Depositions are scheduled for later this month. A trial has been set this fall in Boise, the state capital.

The Howards got home from the trip about the end of July. They had little clue that they would be billed for putting out the forest fire. State officials had been kind and cordial as the couple got things straightened out and then left Idaho. The only hint was when someone asked about their insurance coverage.

Months passed. In early October, Jeanne Howard got a phone call. It was from a TV station in Boise, she recalls. Had the Howards received a bill for the fire?

"No," she replied, "we haven't gotten any bill." Well, the station said, "We understand you will be receiving one."

A few days later, on a Monday morning, they did. She sat on the couch and opened the letter. "There it was," she said. The letter noted that this was just an initial tabulation. The fee actually would double later.

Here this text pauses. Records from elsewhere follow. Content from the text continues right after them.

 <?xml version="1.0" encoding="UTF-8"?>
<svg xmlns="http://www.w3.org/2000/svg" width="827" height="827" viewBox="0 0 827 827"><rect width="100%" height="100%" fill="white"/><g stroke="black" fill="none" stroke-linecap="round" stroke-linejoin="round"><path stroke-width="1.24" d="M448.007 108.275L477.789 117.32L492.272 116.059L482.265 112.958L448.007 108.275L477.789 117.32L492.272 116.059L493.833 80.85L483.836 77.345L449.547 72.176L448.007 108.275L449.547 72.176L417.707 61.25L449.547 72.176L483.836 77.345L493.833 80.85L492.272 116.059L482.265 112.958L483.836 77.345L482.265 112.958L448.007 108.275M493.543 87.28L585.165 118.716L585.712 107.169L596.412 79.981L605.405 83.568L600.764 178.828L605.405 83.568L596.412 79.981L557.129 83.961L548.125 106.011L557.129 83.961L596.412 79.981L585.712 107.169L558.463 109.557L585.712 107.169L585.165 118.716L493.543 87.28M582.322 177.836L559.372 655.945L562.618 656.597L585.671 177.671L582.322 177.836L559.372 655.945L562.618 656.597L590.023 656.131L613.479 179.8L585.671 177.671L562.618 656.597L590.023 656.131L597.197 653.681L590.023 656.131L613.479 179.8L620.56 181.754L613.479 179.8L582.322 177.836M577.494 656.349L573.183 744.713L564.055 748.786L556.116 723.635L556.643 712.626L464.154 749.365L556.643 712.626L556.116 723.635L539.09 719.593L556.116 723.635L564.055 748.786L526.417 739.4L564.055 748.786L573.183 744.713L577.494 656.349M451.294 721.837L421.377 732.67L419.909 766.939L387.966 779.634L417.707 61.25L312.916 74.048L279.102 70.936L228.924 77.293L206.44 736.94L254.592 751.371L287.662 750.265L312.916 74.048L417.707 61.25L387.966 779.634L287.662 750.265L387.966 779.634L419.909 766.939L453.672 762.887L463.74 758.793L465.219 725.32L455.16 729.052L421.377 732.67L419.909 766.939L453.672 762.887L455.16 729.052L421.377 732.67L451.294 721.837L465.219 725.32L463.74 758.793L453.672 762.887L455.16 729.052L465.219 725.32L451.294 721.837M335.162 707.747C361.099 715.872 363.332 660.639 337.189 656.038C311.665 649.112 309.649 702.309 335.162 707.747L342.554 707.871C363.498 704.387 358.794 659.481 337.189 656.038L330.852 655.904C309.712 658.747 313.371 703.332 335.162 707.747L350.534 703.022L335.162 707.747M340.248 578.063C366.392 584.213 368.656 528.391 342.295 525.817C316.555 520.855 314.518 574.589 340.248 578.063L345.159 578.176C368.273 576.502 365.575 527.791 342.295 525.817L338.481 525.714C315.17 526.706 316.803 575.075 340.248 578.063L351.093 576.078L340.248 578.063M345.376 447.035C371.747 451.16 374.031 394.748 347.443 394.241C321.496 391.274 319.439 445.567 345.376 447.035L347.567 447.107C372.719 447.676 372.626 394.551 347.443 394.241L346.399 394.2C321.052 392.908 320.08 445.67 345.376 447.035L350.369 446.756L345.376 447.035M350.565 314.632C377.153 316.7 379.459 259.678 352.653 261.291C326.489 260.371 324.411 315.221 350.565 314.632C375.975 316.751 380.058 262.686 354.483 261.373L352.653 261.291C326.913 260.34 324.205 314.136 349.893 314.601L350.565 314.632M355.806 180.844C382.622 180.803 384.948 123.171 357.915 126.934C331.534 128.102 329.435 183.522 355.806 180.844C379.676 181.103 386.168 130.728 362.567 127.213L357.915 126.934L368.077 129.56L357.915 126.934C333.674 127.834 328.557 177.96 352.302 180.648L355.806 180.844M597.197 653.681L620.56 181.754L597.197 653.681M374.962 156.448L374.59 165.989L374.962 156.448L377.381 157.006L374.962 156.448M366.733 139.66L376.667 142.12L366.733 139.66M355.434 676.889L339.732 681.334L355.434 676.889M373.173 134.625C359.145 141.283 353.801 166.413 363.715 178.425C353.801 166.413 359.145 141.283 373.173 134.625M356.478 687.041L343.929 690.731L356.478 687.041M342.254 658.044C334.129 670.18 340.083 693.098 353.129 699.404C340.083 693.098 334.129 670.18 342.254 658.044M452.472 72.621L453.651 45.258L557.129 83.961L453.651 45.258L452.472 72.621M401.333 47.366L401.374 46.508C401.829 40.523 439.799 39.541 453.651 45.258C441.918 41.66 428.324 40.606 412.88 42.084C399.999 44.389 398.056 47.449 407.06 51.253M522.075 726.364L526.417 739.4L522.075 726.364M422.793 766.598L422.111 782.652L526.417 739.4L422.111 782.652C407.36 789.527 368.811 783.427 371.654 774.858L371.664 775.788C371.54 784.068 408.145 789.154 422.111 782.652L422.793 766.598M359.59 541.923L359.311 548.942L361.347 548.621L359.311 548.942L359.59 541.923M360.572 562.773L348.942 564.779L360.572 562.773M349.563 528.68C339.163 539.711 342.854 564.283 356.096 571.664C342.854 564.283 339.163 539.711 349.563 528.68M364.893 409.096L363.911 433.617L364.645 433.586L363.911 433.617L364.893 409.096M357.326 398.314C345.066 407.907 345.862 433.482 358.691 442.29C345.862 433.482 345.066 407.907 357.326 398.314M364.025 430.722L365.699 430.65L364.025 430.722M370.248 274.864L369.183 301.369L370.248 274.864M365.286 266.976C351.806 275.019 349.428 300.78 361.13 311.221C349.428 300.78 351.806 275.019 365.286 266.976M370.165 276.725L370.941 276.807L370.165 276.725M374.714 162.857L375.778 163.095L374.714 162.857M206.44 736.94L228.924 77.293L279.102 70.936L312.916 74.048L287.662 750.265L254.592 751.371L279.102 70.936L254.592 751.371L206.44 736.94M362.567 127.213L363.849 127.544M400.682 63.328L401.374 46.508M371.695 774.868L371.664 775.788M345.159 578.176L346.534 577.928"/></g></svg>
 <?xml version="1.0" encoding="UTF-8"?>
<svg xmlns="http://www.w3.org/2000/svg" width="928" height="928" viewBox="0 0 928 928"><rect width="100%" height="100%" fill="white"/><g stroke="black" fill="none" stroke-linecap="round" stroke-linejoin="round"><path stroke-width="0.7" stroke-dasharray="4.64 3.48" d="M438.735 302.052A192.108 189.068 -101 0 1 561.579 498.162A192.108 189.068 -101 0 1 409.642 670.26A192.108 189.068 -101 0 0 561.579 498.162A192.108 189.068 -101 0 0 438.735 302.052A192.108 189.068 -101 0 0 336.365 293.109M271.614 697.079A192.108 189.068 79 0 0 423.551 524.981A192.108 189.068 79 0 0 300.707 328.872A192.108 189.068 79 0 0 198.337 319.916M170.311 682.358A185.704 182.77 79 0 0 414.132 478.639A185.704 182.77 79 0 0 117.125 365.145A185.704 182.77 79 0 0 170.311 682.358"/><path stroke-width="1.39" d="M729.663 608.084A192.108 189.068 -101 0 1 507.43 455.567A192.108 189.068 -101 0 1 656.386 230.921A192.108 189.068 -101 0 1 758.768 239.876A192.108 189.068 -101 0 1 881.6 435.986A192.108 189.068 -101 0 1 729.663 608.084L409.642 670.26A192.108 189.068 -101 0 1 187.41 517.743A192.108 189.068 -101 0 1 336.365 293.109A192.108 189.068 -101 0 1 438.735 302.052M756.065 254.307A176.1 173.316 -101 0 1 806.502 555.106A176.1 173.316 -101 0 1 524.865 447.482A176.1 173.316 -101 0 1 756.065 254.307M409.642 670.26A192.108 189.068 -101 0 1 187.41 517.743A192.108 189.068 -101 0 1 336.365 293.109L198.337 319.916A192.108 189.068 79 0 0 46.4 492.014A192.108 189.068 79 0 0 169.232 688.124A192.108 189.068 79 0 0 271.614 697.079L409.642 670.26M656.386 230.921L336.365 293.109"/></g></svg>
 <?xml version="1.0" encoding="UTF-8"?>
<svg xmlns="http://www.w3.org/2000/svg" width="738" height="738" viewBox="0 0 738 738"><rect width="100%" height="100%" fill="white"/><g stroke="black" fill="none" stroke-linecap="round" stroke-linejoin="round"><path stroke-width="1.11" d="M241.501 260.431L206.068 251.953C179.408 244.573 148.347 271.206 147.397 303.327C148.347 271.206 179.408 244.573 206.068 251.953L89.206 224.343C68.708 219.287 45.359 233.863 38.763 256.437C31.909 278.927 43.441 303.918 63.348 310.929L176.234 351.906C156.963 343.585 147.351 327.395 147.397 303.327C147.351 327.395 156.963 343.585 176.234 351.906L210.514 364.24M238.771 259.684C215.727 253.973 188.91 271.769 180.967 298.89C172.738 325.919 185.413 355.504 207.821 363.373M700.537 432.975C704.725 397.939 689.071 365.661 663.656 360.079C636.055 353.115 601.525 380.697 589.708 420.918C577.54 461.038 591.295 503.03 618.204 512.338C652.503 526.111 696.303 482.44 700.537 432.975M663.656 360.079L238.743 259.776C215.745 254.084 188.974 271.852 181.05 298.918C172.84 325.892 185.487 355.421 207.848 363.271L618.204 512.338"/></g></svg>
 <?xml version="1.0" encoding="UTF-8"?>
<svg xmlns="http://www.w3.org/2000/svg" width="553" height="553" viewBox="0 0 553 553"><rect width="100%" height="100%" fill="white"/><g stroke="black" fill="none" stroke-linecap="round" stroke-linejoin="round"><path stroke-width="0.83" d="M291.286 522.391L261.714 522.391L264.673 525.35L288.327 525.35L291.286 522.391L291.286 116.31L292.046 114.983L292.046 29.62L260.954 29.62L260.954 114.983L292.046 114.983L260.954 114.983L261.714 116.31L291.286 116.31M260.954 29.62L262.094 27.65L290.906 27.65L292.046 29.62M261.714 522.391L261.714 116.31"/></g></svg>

But the opening breakdown was: $19,793.17 for personnel; $4,625.44 for operating supplies; $122,466.13 for equipment rental; and $545,711.07 for U.S. Forest Service assistance. Total: $692,595.81.

The letter was signed "cordially" by an Idaho forestry official.

The Howards were stunned. "What am I going to do?" Frederick Howard asked himself. "I could sell every bloody thing I got, and I couldn't pay that bill." Insurance policies covered up to $350,000.

The couple has spent much of the intervening months fretting. They fear losing all they own. "They'll take everything we got," he said.

He does not believe he was negligent. "I didn't feel that I willfully did it," he said. "And I didn't feel that I was negligent because I had a flat tire. . . . If I'd have seen that tire was flat, I'd have stopped. That's common sense. Unless I'm an idiot, I would stop."

They also are distressed that they must endure such controversy at this stage of their lives. "They're, like, criminalizing me - like I went out there and took a match and burnt their damn forest down," Howard said.

"It just bugs me," he said. "Here you are: You're 67 years old. You're retired. Your income is set. You're doing pretty good. You're coasting along. You can enjoy life. And all of a sudden, boy, they come along here and . . . they can ruin . . . both our lives."

The waiting and worrying have not stopped their traveling. They recently returned from several months on the road in the motor home. And they have another trip set for September.

"I just hope that it gets over with, so we know what we're going to have left and continue down the road," Howard said.

That is the life they love, they say - out on the highway, seeing the sights and taking care, as truckers joke about the possibility of overturning, to "always keep the greasy side down."